Defendant objected to the instruction which the court gave to the jury, but did not tender an alternative instruction. The trial court properly instructed the jury on the elements of the crimes charged, the presumption of innocence and the burden of proof. Defendant bore the responsibility of presenting limiting instructions at the time of trial, but failed to do so. Defendant may not now allege error in the instructions.

Defendant next contends that the trial court erred in admitting into evidence a diagram prepared by Officer DeVries depicting the scene of the accident. Defendant asserts that the diagram was based on hearsay testimony and that, accordingly, he was denied his sixth amendment right to confrontation.
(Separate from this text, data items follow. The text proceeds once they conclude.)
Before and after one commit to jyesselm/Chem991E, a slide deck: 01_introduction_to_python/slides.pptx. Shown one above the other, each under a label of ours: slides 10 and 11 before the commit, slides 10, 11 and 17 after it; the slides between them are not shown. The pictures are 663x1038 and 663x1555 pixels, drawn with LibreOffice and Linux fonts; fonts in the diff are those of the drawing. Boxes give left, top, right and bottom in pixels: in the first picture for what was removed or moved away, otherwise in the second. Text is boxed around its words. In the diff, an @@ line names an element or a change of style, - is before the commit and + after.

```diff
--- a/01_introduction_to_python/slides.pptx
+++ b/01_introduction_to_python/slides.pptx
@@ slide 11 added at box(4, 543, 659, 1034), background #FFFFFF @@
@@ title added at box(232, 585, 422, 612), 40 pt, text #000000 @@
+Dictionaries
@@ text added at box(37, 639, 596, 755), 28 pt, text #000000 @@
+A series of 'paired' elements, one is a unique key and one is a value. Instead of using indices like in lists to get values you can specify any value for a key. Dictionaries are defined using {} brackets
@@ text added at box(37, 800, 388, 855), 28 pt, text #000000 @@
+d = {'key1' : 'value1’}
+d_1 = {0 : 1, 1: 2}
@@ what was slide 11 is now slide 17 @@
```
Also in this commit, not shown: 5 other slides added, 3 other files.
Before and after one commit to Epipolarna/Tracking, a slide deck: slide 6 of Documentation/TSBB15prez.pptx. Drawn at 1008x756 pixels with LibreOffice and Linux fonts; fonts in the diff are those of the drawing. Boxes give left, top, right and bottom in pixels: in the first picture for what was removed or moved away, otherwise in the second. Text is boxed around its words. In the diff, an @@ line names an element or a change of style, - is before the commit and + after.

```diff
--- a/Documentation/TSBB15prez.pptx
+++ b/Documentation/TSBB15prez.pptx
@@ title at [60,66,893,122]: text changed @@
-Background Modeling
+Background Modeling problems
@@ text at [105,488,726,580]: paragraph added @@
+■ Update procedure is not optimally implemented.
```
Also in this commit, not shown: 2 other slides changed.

The diagram depicted the direction of the vehicles and their final resting places. DeVries testified that during his investigation he personally took measurements regarding the resting positions of the vehicles and that he personally observed the positioning of the various debris. DeVries also testified, however, that he spoke with Haberkorn, who told him that she believed she was travelling southbound in the outside lane prior to the accident. Her statement was the reason that DeVries placed her car in that location in the diagram. DeVries further testified that the positioning of defendant’s vehicle came from Kopischke, but that he did not personally talk to Kopischke. It was Sergeant Michael Edie who spoke with Kopischke and reported the conversation to DeVries.
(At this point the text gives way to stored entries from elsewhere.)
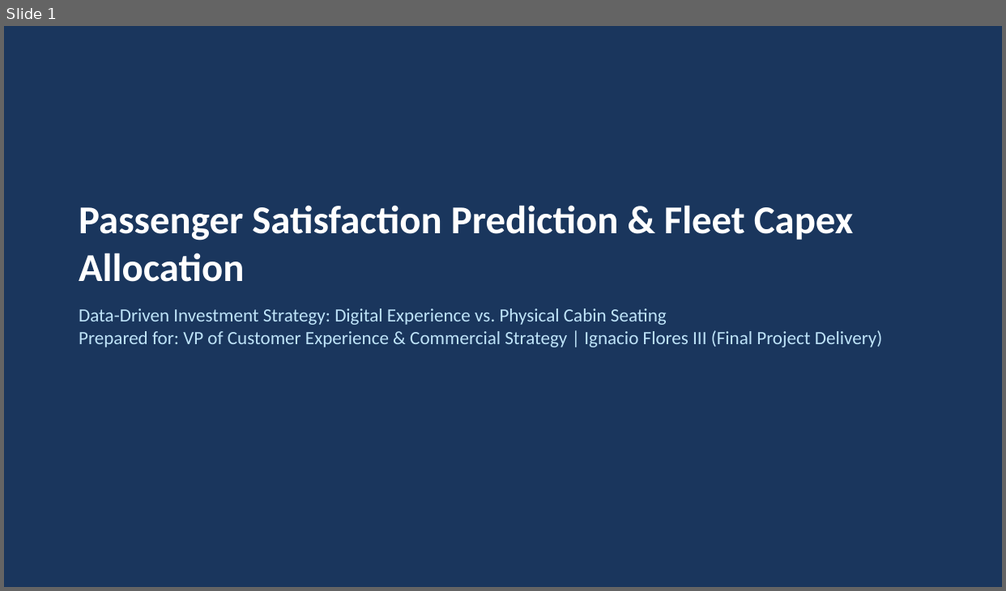
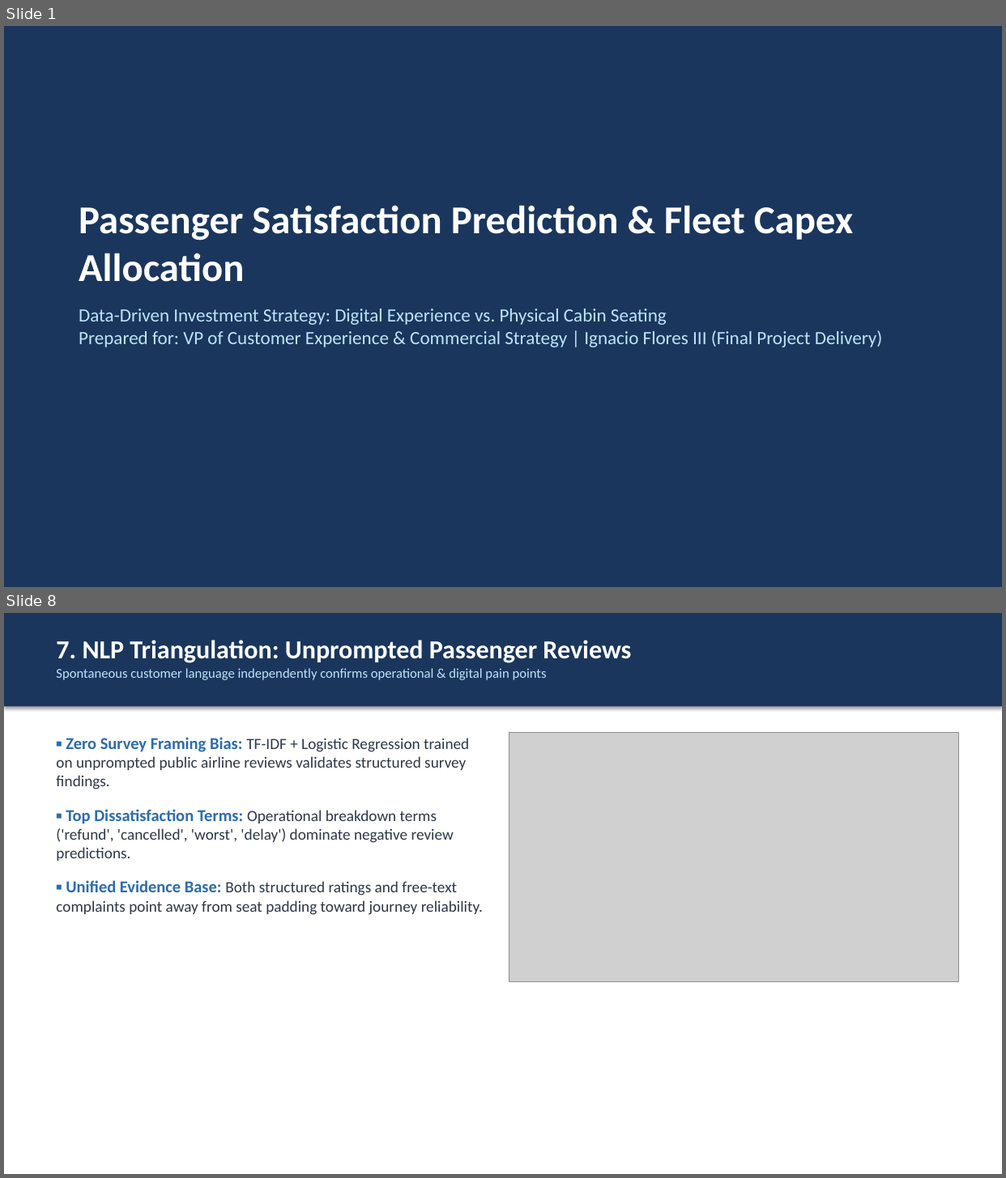
Before and after one commit to Ignacio-Flores-III/airline-passenger-satisfaction-prediction, a slide deck: reports/Stakeholder_Presentation.pptx. Shown one above the other, each under a label of ours: slide 1 before the commit, slides 1 and 8 after it; the slides between them are not shown. The pictures are 1006x591 and 1006x1178 pixels, drawn with LibreOffice and Linux fonts; fonts in the diff are those of the drawing; grey boxes stand for pictures. Boxes give left, top, right and bottom in pixels: in the first picture for what was removed or moved away, otherwise in the second. Text is boxed around its words. In the diff, an @@ line names an element or a change of style, - is before the commit and + after.

```diff
--- a/reports/Stakeholder_Presentation.pptx
+++ b/reports/Stakeholder_Presentation.pptx
@@ slide 8 added at (4, 613, 1002, 1174), background #FFFFFF @@
@@ rectangle added at (4, 613, 1002, 707), fill #1A365D @@
@@ text added at (56, 640, 631, 680), 13 pt, text #BEE3F8 @@
+7. NLP Triangulation: Unprompted Passenger Reviews
+Spontaneous customer language independently confirms operational & digital pain points
@@ picture added at (509, 733, 958, 982) @@
@@ text added at (56, 737, 483, 915), 15 pt, text #2D3748 @@
+▪ Zero Survey Framing Bias: TF-IDF + Logistic Regression trained on unprompted public airline reviews validates structured survey findings.
+▪ Top Dissatisfaction Terms: Operational breakdown terms ('refund', 'cancelled', 'worst', 'delay') dominate negative review predictions.
+▪ Unified Evidence Base: Both structured ratings and free-text complaints point away from seat padding toward journey reliability.
```
Also in this commit, not shown: 5 slides changed, 4 other slides added, 1 slide removed, 2 other files.

We agree that the diagram, based partially on what Haberkorn and Kopischke told police officers, contained hearsay and that the trial court erred in admitting the diagram into evidence. We find, however, that its introduction constituted harmless error. Admission of hearsay evidence is harmless error if there is no reasonable possi*432bility that the verdict would have been different had the hearsay been excluded. (People v. Carr (1988), 168 Ill. App. 3d 669, 523 N.E.2d 393; People v. Jones (1983), 114 Ill. App. 3d 576, 449 N.E.2d 547.) In the present case, both Haberkorn and Kopischke testified for the State and were subject to cross-examination. Haberkorn stated that she did not remember how the accident occurred. Kopischke’s testimony was consistent with what he reported to the police. It is undisputed that the vehicles of Haberkorn and defendant wound up in the lane of oncoming traffic, and it is of no significance as to whether Haberkom’s vehicle was in the inside or outside lane. The introduction of the diagram into evidence was harmless error.
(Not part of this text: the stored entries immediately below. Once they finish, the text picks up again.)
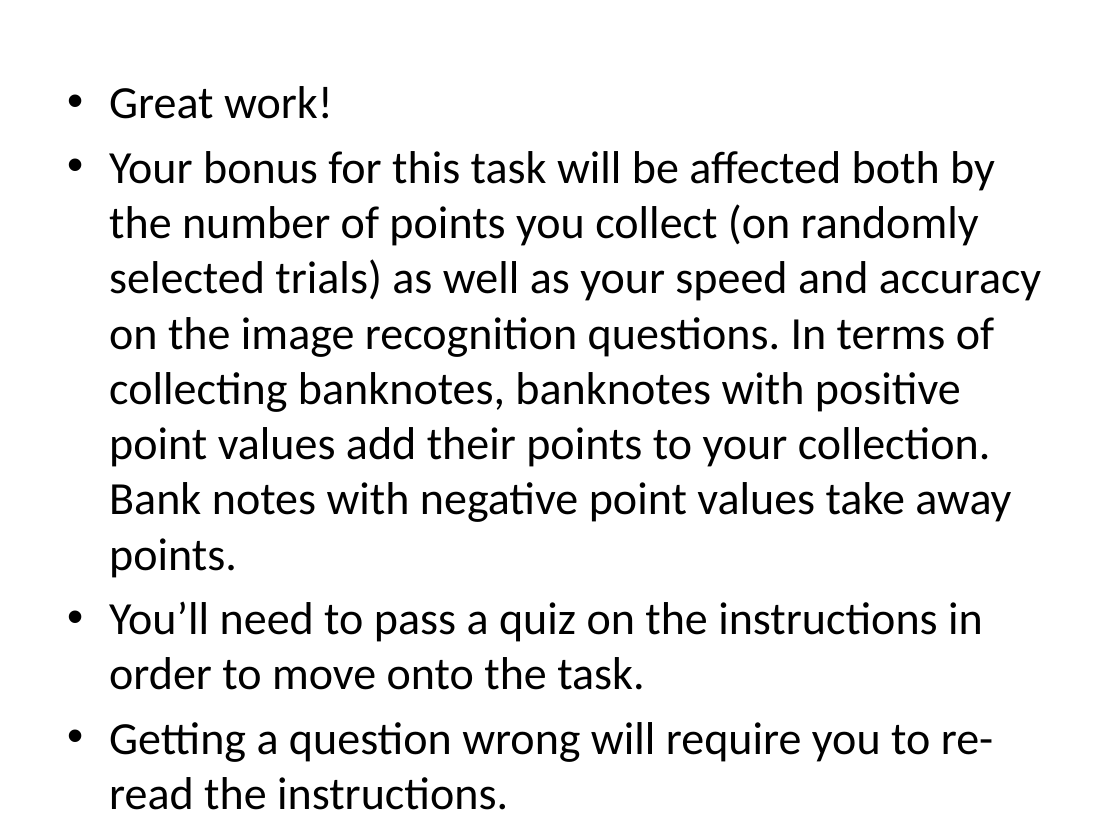
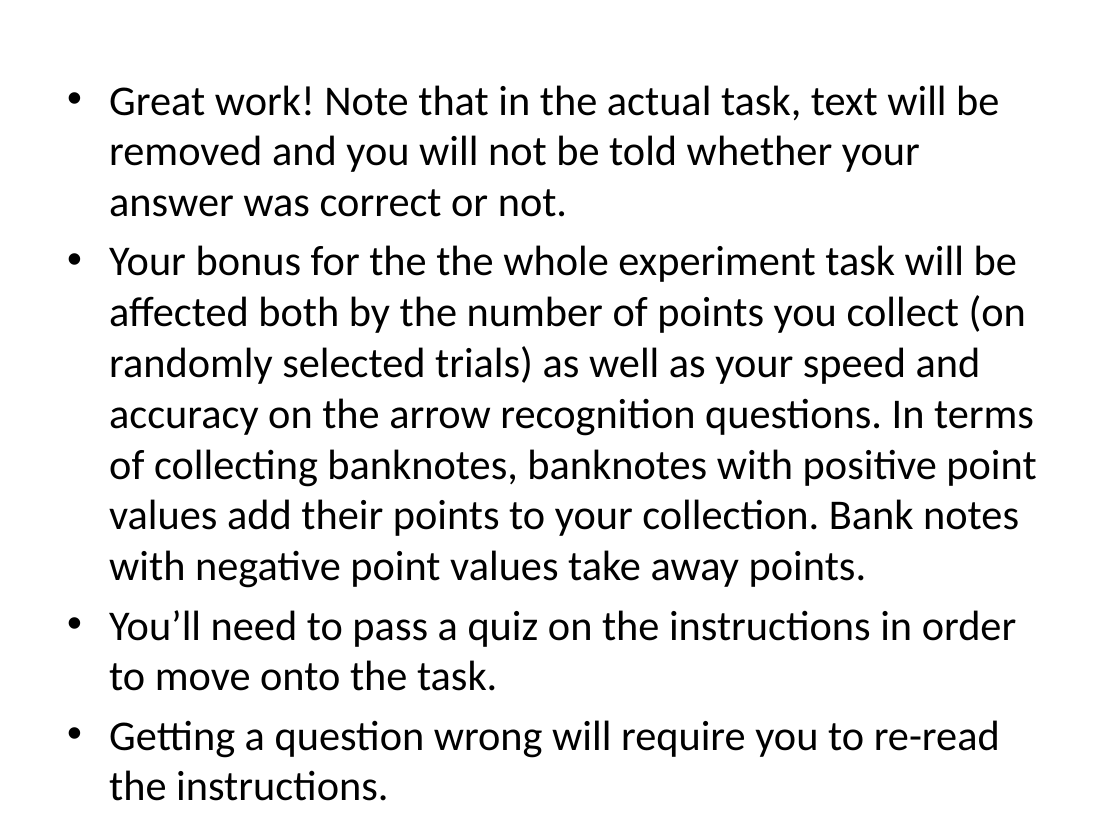
Before and after one commit to evanrussek/Gamble_Task_browser, a slide deck: slide 11 of public/Online_Task/Stimuli/uws_instr_slides_ver2_jpg_o0.pptx. Drawn at 1120x840 pixels with LibreOffice and Linux fonts; fonts in the diff are those of the drawing. Boxes give left, top, right and bottom in pixels: in the first picture for what was removed or moved away, otherwise in the second. Text is boxed around its words. In the diff, an @@ line names an element or a change of style, - is before the commit and + after.

```diff
--- a/public/Online_Task/Stimuli/uws_instr_slides_ver2_jpg_o0.pptx
+++ b/public/Online_Task/Stimuli/uws_instr_slides_ver2_jpg_o0.pptx
@@ text at [109,85,1036,588]: text changed; size 29.6 to 27.2 pt @@
-• Great work!
-• Your bonus for this task will be affected both by the number of points you collect (on randomly selected trials) as well as your speed and accuracy on the image recognition questions. In terms of collecting banknotes, banknotes with positive point values add their points to your collection. Bank notes with negative point values take away points.
+• Great work! Note that in the actual task, text will be removed and you will not be told whether your answer was correct or not.
+• Your bonus for the the whole experiment task will be affected both by the number of points you collect (on randomly selected trials) as well as your speed and accuracy on the arrow recognition questions. In terms of collecting banknotes, banknotes with positive point values add their points to your collection. Bank notes with negative point values take away points.
@@ text at [109,610,1016,758]: size 29.6 to 27.2 pt in "You’ll need to pass a quiz on ...", "Getting a question wrong will require you ..." @@
```
Also in this commit, not shown: 5 other slides changed, 39 other files.

Defendant finally contends that even if each alleged error was not prejudicial, the cumulative effect of the alleged errors denied defendant a fair trial. In view of our findings, it is our judgment that defendant was prejudiced neither by the alleged errors individually nor by the cumulative effect, if any, which they engendered. The evidence at trial overwhelmingly supports defendant’s convictions, and we find that he received a fair trial.

For the foregoing reasons, the judgment of the circuit court of Cook County is affirmed.

Judgment affirmed.

LaPORTA, P.J., and EGAN, J., concur.